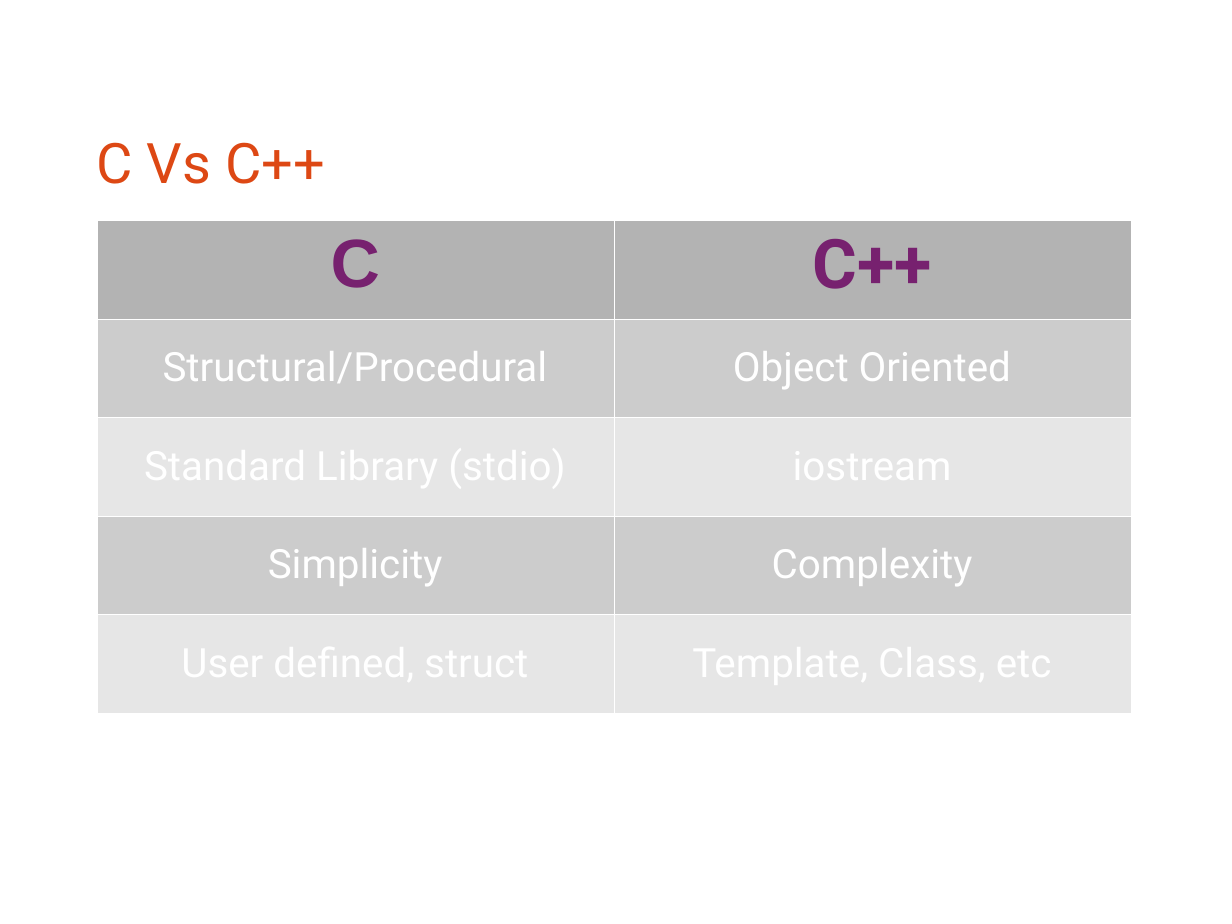
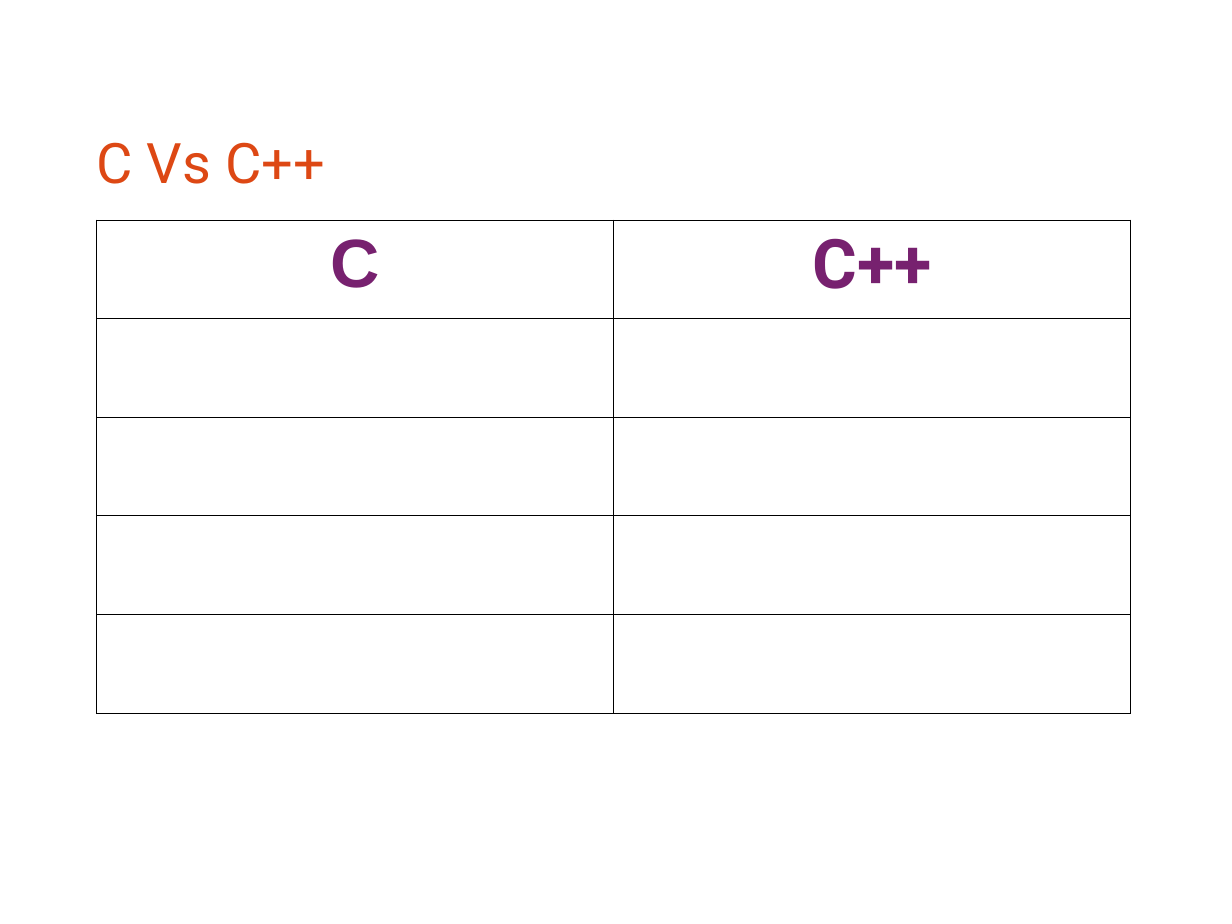
Before and after one commit to bagustris/prokom-tf, a slide deck: slide 4 of prokom1.odp. Drawn at 1232x924 pixels with LibreOffice and Linux fonts; fonts in the diff are those of the drawing. Boxes give left, top, right and bottom in pixels: in the first picture for what was removed or moved away, otherwise in the second. Text is boxed around its words. In the diff, an @@ line names an element or a change of style, - is before the commit and + after.

```diff
--- a/prokom1.odp
+++ b/prokom1.odp
@@ table at [97, 220, 1133, 713] @@
@@ fill #B3B3B3 to none in row 1 @@
@@ fill #CCCCCC to none in 4 cells @@
@@ fill #E6E6E6 to none in 4 cells @@
@@ borders changed @@
```
Also in this commit, not shown: 2 other slides changed, 1 slide added, 6 other files.

※

§ Task objective
A single number is the whole answer: how many lines in the listing contain "fill"?

§ Task solution
3